Job seekers often notice the same postings listed for months on end. Are these truly open positions—or “evergreen postings”?

An evergreen posting is a job listing kept active indefinitely, either because the company expects ongoing need for the role, wants to continuously collect candidate resumes, or maintain a talent pipeline. Unlike a traditional job ad that closes once a position is filled, evergreen postings remain live even if there’s no immediate hiring intent.

It’s helpful to contrast this with the concept of “ghost jobs”—listings for roles that never genuinely existed or are no longer active. Ghost jobs are often posted without any real intention to hire, existing more as placeholders or signals than real openings.

The difference is subtle but important: evergreen postings often intend to support future hiring, whereas ghost jobs are typically inactive or deceptive in nature.
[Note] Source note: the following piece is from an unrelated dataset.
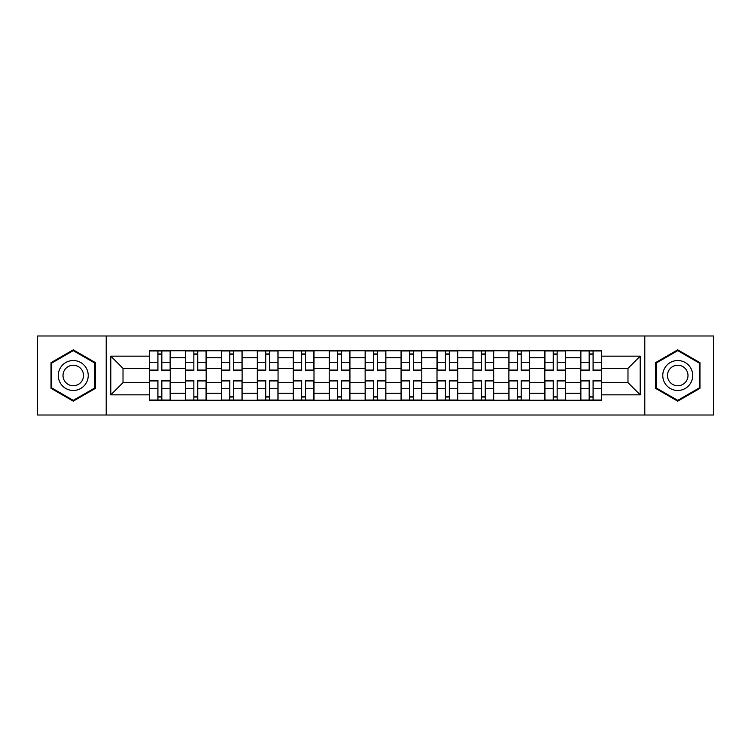 <?xml version="1.0" encoding="UTF-8"?>
<svg xmlns="http://www.w3.org/2000/svg" width="751" height="751" viewBox="0 0 751 751"><rect width="100%" height="100%" fill="white"/><g stroke="black" fill="none" stroke-linecap="round" stroke-linejoin="round"><path stroke-width="1.13" d="M644.799 415.012L713.45 415.012L713.45 335.988L37.55 335.988L37.55 415.012L644.799 415.012L644.799 335.988M185.45 400.264L185.45 357.758L170.242 357.758L170.242 400.264M170.242 357.758L170.242 350.736M185.45 357.758L185.45 350.736M206.178 350.736L206.178 400.264M221.385 400.264L221.385 350.736M242.113 350.736L242.113 400.264M257.321 400.264L257.321 350.736M278.058 350.736L278.058 400.264M293.256 400.264L293.256 350.736M313.993 350.736L313.993 400.264M329.191 400.264L329.191 350.736M349.928 350.736L349.928 400.264M365.136 400.264L365.136 350.736M385.864 350.736L385.864 400.264M401.072 400.264L401.072 350.736M421.809 350.736L421.809 400.264M437.007 400.264L437.007 350.736M457.744 350.736L457.744 400.264M472.942 400.264L472.942 350.736M493.679 350.736L493.679 400.264M508.887 400.264L508.887 350.736M529.615 350.736L529.615 400.264M544.822 400.264L544.822 350.736M565.55 350.736L565.55 400.264M580.758 400.264L580.758 350.736M580.758 382.644L565.55 382.644M544.822 382.644L529.615 382.644M508.887 382.644L493.679 382.644M472.942 382.644L457.744 382.644M437.007 382.644L421.809 382.644M401.072 382.644L385.864 382.644M365.136 382.644L349.928 382.644M329.191 382.644L313.993 382.644M293.256 382.644L278.058 382.644M257.321 382.644L242.113 382.644M221.385 382.644L206.178 382.644M185.45 382.644L170.242 382.644M580.758 368.356L565.55 368.356M544.822 368.356L529.615 368.356M508.887 368.356L493.679 368.356M472.942 368.356L457.744 368.356M437.007 368.356L421.809 368.356M401.072 368.356L385.864 368.356M365.136 368.356L349.928 368.356M329.191 368.356L313.993 368.356M293.256 368.356L278.058 368.356M257.321 368.356L242.113 368.356M221.385 368.356L206.178 368.356M185.45 368.356L170.242 368.356M123.014 382.644L149.505 382.644L149.505 368.356L123.014 368.356L123.014 382.644L110.81 394.848L110.81 356.152L149.505 356.152L149.505 368.356M601.495 368.356L601.495 382.644L627.986 382.644L627.986 368.356L601.495 368.356L601.495 350.736L149.505 350.736L149.505 356.152M601.495 356.152L640.19 356.152L640.19 394.848L601.495 394.848L601.495 382.644M149.505 382.644L149.505 400.264L601.495 400.264L601.495 394.848M149.505 394.848L110.81 394.848M106.201 415.012L106.201 335.988M95.49 362.667L73.26 349.835L51.03 362.667L51.03 388.333L73.26 401.165L95.49 388.333L95.49 362.667M699.97 362.667L677.74 349.835L655.51 362.667L655.51 388.333L677.74 401.165L699.97 388.333L699.97 362.667M161.831 396.81L157.917 396.81M157.917 354.19L161.831 354.19M197.766 396.81L193.852 396.81M193.852 354.19L197.766 354.19M233.711 396.81L229.797 396.81M229.797 354.19L233.711 354.19M269.647 396.81L265.732 396.81M265.732 354.19L269.647 354.19M305.582 396.81L301.667 396.81M301.667 354.19L305.582 354.19M341.517 396.81L337.603 396.81M337.603 354.19L341.517 354.19M377.462 396.81L373.538 396.81M373.538 354.19L377.462 354.19M413.397 396.81L409.483 396.81M409.483 354.19L413.397 354.19M449.333 396.81L445.418 396.81M445.418 354.19L449.333 354.19M485.268 396.81L481.353 396.81M481.353 354.19L485.268 354.19M521.203 396.81L517.289 396.81M517.289 354.19L521.203 354.19M557.148 396.81L553.234 396.81M553.234 354.19L557.148 354.19M593.083 396.81L589.169 396.81M589.169 354.19L593.083 354.19M110.81 356.152L123.014 368.356M627.986 382.644L640.19 394.848M627.986 368.356L640.19 356.152M161.831 370.543L161.831 350.97L170.13 350.97L170.13 370.543L161.831 370.543M157.917 353.965L161.831 353.965M161.831 350.97L149.627 350.97L149.627 370.543L157.917 370.543L157.917 350.97L154.575 350.97M157.917 380.457L157.917 400.03L149.627 400.03L149.627 380.457L157.917 380.457M161.831 397.035L157.917 397.035M157.917 400.03L170.13 400.03L170.13 380.457L161.831 380.457L161.831 400.03L165.173 400.03M197.766 370.543L197.766 350.97L206.065 350.97L206.065 370.543L197.766 370.543M193.852 353.965L197.766 353.965M197.766 350.97L185.563 350.97L185.563 370.543L193.852 370.543L193.852 350.97L190.51 350.97M233.711 370.543L233.711 350.97L242 350.97L242 370.543L233.711 370.543M229.797 353.965L233.711 353.965M233.711 350.97L221.498 350.97L221.498 370.543L229.797 370.543L229.797 350.97L226.455 350.97M60.287 382.991A14.973 14.973 0 0 0 80.742 388.464A14.973 14.973 0 0 0 86.224 368.009A14.973 14.973 0 0 0 65.769 362.536A14.973 14.973 0 0 0 60.287 382.991M64.379 380.626A10.251 10.251 0 0 0 78.386 384.381A10.251 10.251 0 0 0 82.131 370.374A10.251 10.251 0 0 0 68.134 366.619A10.251 10.251 0 0 0 64.379 380.626M73.26 350.633L94.795 363.062L94.795 387.938L73.26 400.367L51.716 387.938L51.716 363.062L73.26 350.633M664.776 382.991A14.973 14.973 0 0 0 685.231 388.464A14.973 14.973 0 0 0 690.713 368.009A14.973 14.973 0 0 0 670.258 362.536A14.973 14.973 0 0 0 664.776 382.991M668.869 380.626A10.251 10.251 0 0 0 682.866 384.381A10.251 10.251 0 0 0 686.621 370.374A10.251 10.251 0 0 0 672.614 366.619A10.251 10.251 0 0 0 668.869 380.626M677.74 350.633L699.284 363.062L699.284 387.938L677.74 400.367L656.205 387.938L656.205 363.062L677.74 350.633M193.852 380.457L193.852 400.03L185.563 400.03L185.563 380.457L193.852 380.457M197.766 397.035L193.852 397.035M193.852 400.03L206.065 400.03L206.065 380.457L197.766 380.457L197.766 400.03L201.108 400.03M229.797 380.457L229.797 400.03L221.498 400.03L221.498 380.457L229.797 380.457M233.711 397.035L229.797 397.035M229.797 400.03L242 400.03L242 380.457L233.711 380.457L233.711 400.03L237.053 400.03M269.647 370.543L269.647 350.97L277.936 350.97L277.936 370.543L269.647 370.543M265.732 353.965L269.647 353.965M269.647 350.97L257.433 350.97L257.433 370.543L265.732 370.543L265.732 350.97L262.39 350.97M305.582 370.543L305.582 350.97L313.88 350.97L313.88 370.543L305.582 370.543M301.667 353.965L305.582 353.965M305.582 350.97L293.378 350.97L293.378 370.543L301.667 370.543L301.667 350.97L298.325 350.97M341.517 370.543L341.517 350.97L349.816 350.97L349.816 370.543L341.517 370.543M337.603 353.965L341.517 353.965M341.517 350.97L329.313 350.97L329.313 370.543L337.603 370.543L337.603 350.97L334.261 350.97M265.732 380.457L265.732 400.03L257.433 400.03L257.433 380.457L265.732 380.457M269.647 397.035L265.732 397.035M265.732 400.03L277.936 400.03L277.936 380.457L269.647 380.457L269.647 400.03L272.988 400.03M301.667 380.457L301.667 400.03L293.378 400.03L293.378 380.457L301.667 380.457M305.582 397.035L301.667 397.035M301.667 400.03L313.88 400.03L313.88 380.457L305.582 380.457L305.582 400.03L308.924 400.03M337.603 380.457L337.603 400.03L329.313 400.03L329.313 380.457L337.603 380.457M341.517 397.035L337.603 397.035M337.603 400.03L349.816 400.03L349.816 380.457L341.517 380.457L341.517 400.03L344.859 400.03M377.462 370.543L377.462 350.97L385.751 350.97L385.751 370.543L377.462 370.543M373.538 353.965L377.462 353.965M377.462 350.97L365.249 350.97L365.249 370.543L373.538 370.543L373.538 350.97L370.205 350.97M373.538 380.457L373.538 400.03L365.249 400.03L365.249 380.457L373.538 380.457M377.462 397.035L373.538 397.035M373.538 400.03L385.751 400.03L385.751 380.457L377.462 380.457L377.462 400.03L380.795 400.03M413.397 370.543L413.397 350.97L421.686 350.97L421.686 370.543L413.397 370.543M409.483 353.965L413.397 353.965M413.397 350.97L401.184 350.97L401.184 370.543L409.483 370.543L409.483 350.97L406.141 350.97M409.483 380.457L409.483 400.03L401.184 400.03L401.184 380.457L409.483 380.457M413.397 397.035L409.483 397.035M409.483 400.03L421.686 400.03L421.686 380.457L413.397 380.457L413.397 400.03L416.739 400.03M449.333 370.543L449.333 350.97L457.622 350.97L457.622 370.543L449.333 370.543M445.418 353.965L449.333 353.965M449.333 350.97L437.12 350.97L437.12 370.543L445.418 370.543L445.418 350.97L442.076 350.97M445.418 380.457L445.418 400.03L437.12 400.03L437.12 380.457L445.418 380.457M449.333 397.035L445.418 397.035M445.418 400.03L457.622 400.03L457.622 380.457L449.333 380.457L449.333 400.03L452.675 400.03M485.268 370.543L485.268 350.97L493.567 350.97L493.567 370.543L485.268 370.543M481.353 353.965L485.268 353.965M485.268 350.97L473.064 350.97L473.064 370.543L481.353 370.543L481.353 350.97L478.011 350.97M481.353 380.457L481.353 400.03L473.064 400.03L473.064 380.457L481.353 380.457M485.268 397.035L481.353 397.035M481.353 400.03L493.567 400.03L493.567 380.457L485.268 380.457L485.268 400.03L488.61 400.03M521.203 370.543L521.203 350.97L529.502 350.97L529.502 370.543L521.203 370.543M517.289 353.965L521.203 353.965M521.203 350.97L509 350.97L509 370.543L517.289 370.543L517.289 350.97L513.947 350.97M517.289 380.457L517.289 400.03L509 400.03L509 380.457L517.289 380.457M521.203 397.035L517.289 397.035M517.289 400.03L529.502 400.03L529.502 380.457L521.203 380.457L521.203 400.03L524.545 400.03M557.148 370.543L557.148 350.97L565.437 350.97L565.437 370.543L557.148 370.543M553.234 353.965L557.148 353.965M557.148 350.97L544.935 350.97L544.935 370.543L553.234 370.543L553.234 350.97L549.892 350.97M553.234 380.457L553.234 400.03L544.935 400.03L544.935 380.457L553.234 380.457M557.148 397.035L553.234 397.035M553.234 400.03L565.437 400.03L565.437 380.457L557.148 380.457L557.148 400.03L560.49 400.03M593.083 370.543L593.083 350.97L601.373 350.97L601.373 370.543L593.083 370.543M589.169 353.965L593.083 353.965M593.083 350.97L580.87 350.97L580.87 370.543L589.169 370.543L589.169 350.97L585.827 350.97M589.169 380.457L589.169 400.03L580.87 400.03L580.87 380.457L589.169 380.457M593.083 397.035L589.169 397.035M589.169 400.03L601.373 400.03L601.373 380.457L593.083 380.457L593.083 400.03L596.425 400.03M544.822 357.758L529.615 357.758M508.887 357.758L493.679 357.758M472.942 357.758L457.744 357.758M437.007 357.758L421.809 357.758M401.072 357.758L385.864 357.758M365.136 357.758L349.928 357.758M329.191 357.758L313.993 357.758M293.256 357.758L278.058 357.758M257.321 357.758L242.113 357.758M221.385 357.758L206.178 357.758M580.758 357.758L565.55 357.758M544.822 393.242L529.615 393.242M508.887 393.242L493.679 393.242M472.942 393.242L457.744 393.242M437.007 393.242L421.809 393.242M401.072 393.242L385.864 393.242M365.136 393.242L349.928 393.242M329.191 393.242L313.993 393.242M293.256 393.242L278.058 393.242M257.321 393.242L242.113 393.242M221.385 393.242L206.178 393.242M185.45 393.242L170.242 393.242M580.758 393.242L565.55 393.242M161.831 370.055L170.13 370.055M161.831 362.282L170.13 362.282M149.627 370.055L157.917 370.055M149.627 362.282L157.917 362.282M157.917 380.945L149.627 380.945M157.917 388.718L149.627 388.718M170.13 380.945L161.831 380.945M170.13 388.718L161.831 388.718M197.766 370.055L206.065 370.055M197.766 362.282L206.065 362.282M185.563 370.055L193.852 370.055M185.563 362.282L193.852 362.282M233.711 370.055L242 370.055M233.711 362.282L242 362.282M221.498 370.055L229.797 370.055M221.498 362.282L229.797 362.282M193.852 380.945L185.563 380.945M193.852 388.718L185.563 388.718M206.065 380.945L197.766 380.945M206.065 388.718L197.766 388.718M229.797 380.945L221.498 380.945M229.797 388.718L221.498 388.718M242 380.945L233.711 380.945M242 388.718L233.711 388.718M269.647 370.055L277.936 370.055M269.647 362.282L277.936 362.282M257.433 370.055L265.732 370.055M257.433 362.282L265.732 362.282M305.582 370.055L313.88 370.055M305.582 362.282L313.88 362.282M293.378 370.055L301.667 370.055M293.378 362.282L301.667 362.282M341.517 370.055L349.816 370.055M341.517 362.282L349.816 362.282M329.313 370.055L337.603 370.055M329.313 362.282L337.603 362.282M265.732 380.945L257.433 380.945M265.732 388.718L257.433 388.718M277.936 380.945L269.647 380.945M277.936 388.718L269.647 388.718M301.667 380.945L293.378 380.945M301.667 388.718L293.378 388.718M313.88 380.945L305.582 380.945M313.88 388.718L305.582 388.718M337.603 380.945L329.313 380.945M337.603 388.718L329.313 388.718M349.816 380.945L341.517 380.945M349.816 388.718L341.517 388.718M377.462 370.055L385.751 370.055M377.462 362.282L385.751 362.282M365.249 370.055L373.538 370.055M365.249 362.282L373.538 362.282M373.538 380.945L365.249 380.945M373.538 388.718L365.249 388.718M385.751 380.945L377.462 380.945M385.751 388.718L377.462 388.718M413.397 370.055L421.686 370.055M413.397 362.282L421.686 362.282M401.184 370.055L409.483 370.055M401.184 362.282L409.483 362.282M409.483 380.945L401.184 380.945M409.483 388.718L401.184 388.718M421.686 380.945L413.397 380.945M421.686 388.718L413.397 388.718M449.333 370.055L457.622 370.055M449.333 362.282L457.622 362.282M437.12 370.055L445.418 370.055M437.12 362.282L445.418 362.282M445.418 380.945L437.12 380.945M445.418 388.718L437.12 388.718M457.622 380.945L449.333 380.945M457.622 388.718L449.333 388.718M485.268 370.055L493.567 370.055M485.268 362.282L493.567 362.282M473.064 370.055L481.353 370.055M473.064 362.282L481.353 362.282M481.353 380.945L473.064 380.945M481.353 388.718L473.064 388.718M493.567 380.945L485.268 380.945M493.567 388.718L485.268 388.718M521.203 370.055L529.502 370.055M521.203 362.282L529.502 362.282M509 370.055L517.289 370.055M509 362.282L517.289 362.282M517.289 380.945L509 380.945M517.289 388.718L509 388.718M529.502 380.945L521.203 380.945M529.502 388.718L521.203 388.718M557.148 370.055L565.437 370.055M557.148 362.282L565.437 362.282M544.935 370.055L553.234 370.055M544.935 362.282L553.234 362.282M553.234 380.945L544.935 380.945M553.234 388.718L544.935 388.718M565.437 380.945L557.148 380.945M565.437 388.718L557.148 388.718M593.083 370.055L601.373 370.055M593.083 362.282L601.373 362.282M580.87 370.055L589.169 370.055M580.87 362.282L589.169 362.282M589.169 380.945L580.87 380.945M589.169 388.718L580.87 388.718M601.373 380.945L593.083 380.945M601.373 388.718L593.083 388.718"/></g></svg>

This nuance matters because both practices can frustrate job seekers. According to a survey by Clarify Capital, 68% of managers said they had job postings active for more than 30 days, and 1 in 10 managers admitted to postings open longer than six months—raising questions about the true intent behind long-running listings. Meanwhile, SHRM has warned that jobs left open indefinitely without context can erode candidate trust and damage employer branding.

What Are Evergreen Job Postings?

At its core, an evergreen job posting (also called an evergreen requisition) is a role that remains active indefinitely—not because the employer is in no hurry, but because they expect recurring needs or want to maintain a talent pool. Instead of posting, closing, and reposting when a vacancy opens, employers leave that job listing open continuously so they can collect applications over time. 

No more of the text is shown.